Data from: The promiscuous and the chaste: frequent allopolyploid speciation and its genomic consequences in American daisies (Melampodium sect. Melampodium; Asteraceae)

Polyploidy, an important factor in eukaryotic evolution, is especially abundant in angiosperms, where it often acts in concert with hybridization to produce allopolyploids. The application of molecular phylogenetic techniques has identified the origins of numerous allopolyploids, but little is known on genomic and chromosomal consequences of allopolyploidization, despite their important role in conferring divergence of allopolyploids from their parental species.

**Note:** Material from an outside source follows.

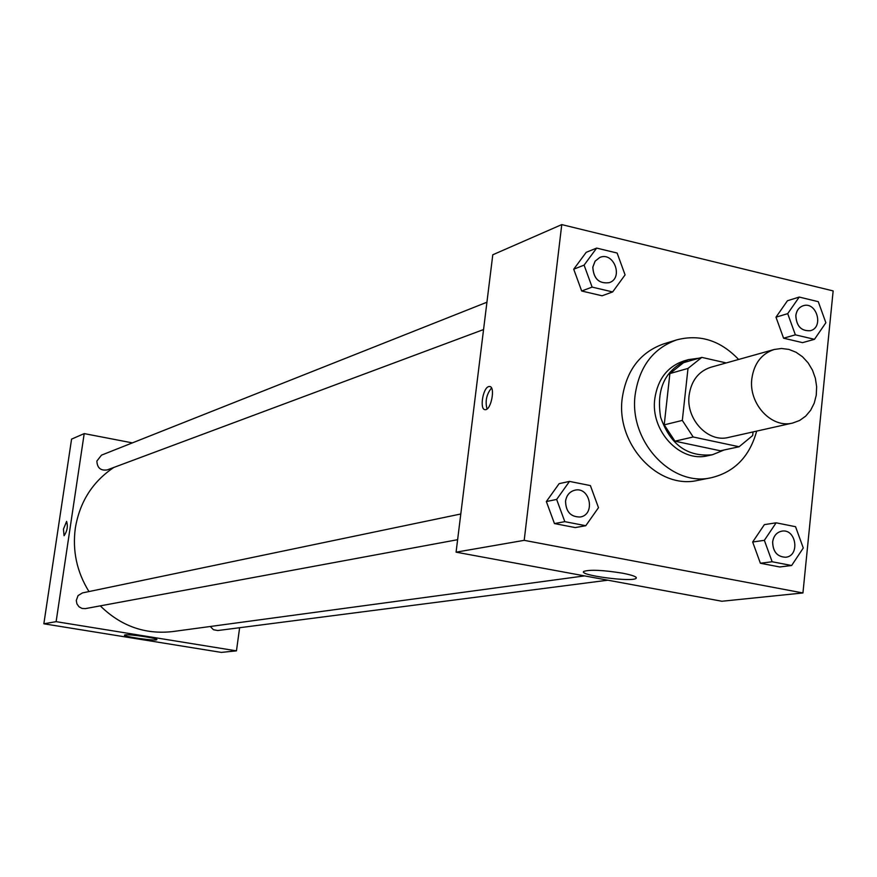 <?xml version="1.0" encoding="UTF-8"?>
<svg xmlns="http://www.w3.org/2000/svg" width="877" height="877" viewBox="0 0 877 877"><rect width="100%" height="100%" fill="white"/><g stroke="black" fill="none" stroke-linecap="round" stroke-linejoin="round"><path stroke-width="1.32" d="M751.841 378.711C754.056 363.484 761.51 353.738 774.194 349.495L781.473 348.476L788.872 349.408L796.02 352.236L802.554 356.807L808.134 362.881L812.475 370.149L815.358 378.228L816.64 386.702L816.257 395.165L814.229 403.157L810.644 410.272L805.689 416.147L799.616 420.478L792.72 423.032C771.607 428.721 748.432 403.771 751.841 378.711M792.72 423.032L728.458 437.437C708.046 442.918 685.748 419.173 689.114 395.231C691.295 380.684 698.52 371.366 710.776 367.266L774.194 349.495M739.103 446.755L720.379 450.789L674.95 441.186L693.181 436.987L739.103 446.755L752.674 435.551L753.058 431.922M726.244 362.935L701.808 357.388L688.006 368.417L682.317 420.412L693.181 436.987M688.006 368.417L669.885 373.558L683.556 362.672L701.808 357.388M669.885 373.558L664.218 424.852L682.317 420.412M674.95 441.186L664.218 424.852M699.068 358.178L688.39 359.636C665.303 369.316 656.04 388.511 660.622 417.222C670.192 444.661 687.436 457.18 712.365 454.757L724.183 449.967M712.365 454.757L707.783 455.744C680.168 462.881 650.208 430.87 654.801 398.64C657.772 379.149 667.463 366.586 683.896 360.94L688.39 359.636M756.665 431.111C749.671 456.511 734.586 472.045 711.4 477.702C671.475 487.349 628.513 440.945 635.211 394.376C639.476 366.443 653.299 348.279 676.671 339.892C699.769 333.885 720.423 340.408 738.609 359.46M711.4 477.702L697.807 480.377C658.188 489.936 615.599 444.036 622.264 397.939C626.518 370.291 640.232 352.302 663.44 343.981L676.671 339.892M833.15 290.923L561.762 224.6L524.194 540.342L802.937 592.962L833.15 290.923M596.656 248.092L586.209 252.324L573.722 269.217L581.681 291.011L602.071 295.779L612.65 291.931L625.082 274.885L617.123 253.036L596.656 248.092L584.093 265.117L592.118 287.108L612.65 291.931M799.221 297.062L787.447 300.745L775.981 317.189L783.578 338.204L802.576 342.644L814.47 339.322L825.871 322.736L818.274 301.677L799.221 297.062L787.699 313.637L795.362 334.839L814.47 339.322M776.134 522.813L764.371 524.632L752.663 542.008L760.392 563.242L779.752 566.97L791.635 565.512L803.277 547.993L795.549 526.704L776.134 522.813L764.36 540.331L772.144 561.751L791.635 565.512M569.502 481.407L559.131 483.655L546.349 501.534L554.45 523.569L575.268 527.581L585.77 525.718L598.487 507.673L590.385 485.584L569.502 481.407L556.643 499.441L564.821 521.662L585.77 525.718M561.762 224.6L492.786 254.779L456.084 552.17L721.892 601.249L802.937 592.962M622.637 573.196C632.766 575.191 637.261 576.902 636.121 578.338C632.339 582.405 577.932 575.18 583.808 571.398C589.98 569.458 602.927 570.061 622.637 573.196M456.084 552.17L524.194 540.342M488.708 386.593L489.498 386.483C495.724 386.198 491.153 410.568 485.145 409.658C479.39 409.932 482.799 387.919 488.708 386.593M491.515 387.996C486.505 394.244 485.003 401.238 487.02 408.967M88.972 591.558C76.814 571.947 72.276 550.745 75.356 527.943C79.818 501.765 92.655 481.605 113.846 467.441M584.564 575.893L172.528 631.593C144.99 634.652 120.905 626.079 100.274 605.864M460.798 513.988L82.416 592.929L78.064 595.582L76.277 600.471L76.946 603.935L79.007 606.785L82.032 608.441L85.453 608.605L457.63 539.695M483.556 329.555L107.257 469.897C100.669 470.894 97.215 467.945 96.876 461.061L101.491 455.141L486.932 302.225M607.871 580.19L217.759 630.541L213.44 629.719L210.283 626.485M84.203 433.6L56.117 621.661L236.461 650.855L221.311 652.4L43.85 623.788L71.574 439.125L84.203 433.6L132.405 442.885M236.461 650.855L239.629 627.713M125.148 634.882C129.664 634.005 158.912 638.434 156.797 639.662C156.194 641.306 122.462 636.538 124.49 635.101L125.148 634.882M43.85 623.788L56.117 621.661M66.652 521.409L63.451 529.138L66.608 521.398C68.077 526.343 67.233 531.122 64.098 535.704L63.451 529.138L64.054 535.704M580.157 517.002L580.19 517.002C570.752 517.035 565.873 511.762 565.566 501.184C566.509 495.264 569.611 491.602 574.83 490.199L574.852 490.188C590.111 486.351 595.768 514.766 580.19 517.002L580.157 517.002C570.719 517.035 565.84 511.762 565.533 501.184C566.542 495.253 569.644 491.591 574.863 490.188L574.83 490.199M559.131 483.655L546.349 501.534L556.643 499.441M546.349 501.534L554.45 523.569L564.821 521.662M554.45 523.569L575.268 527.581M785.726 557.246L785.682 557.246C777.252 556.873 772.9 551.776 772.626 541.964C773.569 535.88 776.649 532.284 781.856 531.144L781.878 531.144C796.206 528.392 800.273 555.985 785.726 557.246C777.285 556.862 772.933 551.776 772.67 541.953C773.613 535.88 776.682 532.273 781.9 531.133L781.856 531.144M764.371 524.632L752.663 542.008L764.36 540.331M752.663 542.008L760.392 563.242L772.144 561.751M760.392 563.242L779.752 566.97M609.329 282.646L609.296 282.668C599.068 283.984 593.576 278.831 592.797 267.189L595.066 261.193L599.802 257.454C613.725 251.26 623.777 277.932 609.329 282.646C599.101 283.973 593.608 278.82 592.841 267.178L595.099 261.182L599.78 257.465M586.209 252.324L573.722 269.217L584.093 265.117M573.722 269.217L581.681 291.011L592.118 287.108M581.681 291.011L602.071 295.779M810.392 330.695L810.425 330.684C801.315 331.276 796.459 326.233 795.845 315.567C796.557 310.524 798.991 307.257 803.146 305.766C816.509 301.052 824.194 327.373 810.425 330.684L810.392 330.695C801.282 331.287 796.415 326.244 795.812 315.577C796.513 310.535 798.947 307.268 803.113 305.777L803.135 305.766M787.447 300.745L775.981 317.189L787.699 313.637M775.981 317.189L783.578 338.204L795.362 334.839M783.578 338.204L802.576 342.644M636.121 578.338L636.231 577.428M489.498 386.483L490.1 386.604"/></g></svg>

Here, using several plastid and nuclear sequence markers, we clarify the origin of tetra- and hexaploids in a group of American daisies, allowing characterization of genome dynamics in polyploids compared to their diploid ancestors. All polyploid species are allopolyploids. Among the four diploid gene pools, the propensity for allopolyploidization is unevenly distributed phylogenetically with a few species apparently more prone to participate, but the underlying causes remain unclear. Polyploid genomes are characterized by differential loss of ribosomal DNA loci (5S and 35S rDNA), known hotspots of chromosomal evolution, but show genome size additivity, suggesting limited changes beyond those affecting rDNA loci or the presence of processes counterbalancing genome reduction. Patterns of rDNA sequence conversion and provenance of the lost loci are highly idiosyncratic and differ even between allopolyploids of identical parentage, indicating that allopolyploids deriving from the same lower-ploid parental species can follow different evolutionary trajectories.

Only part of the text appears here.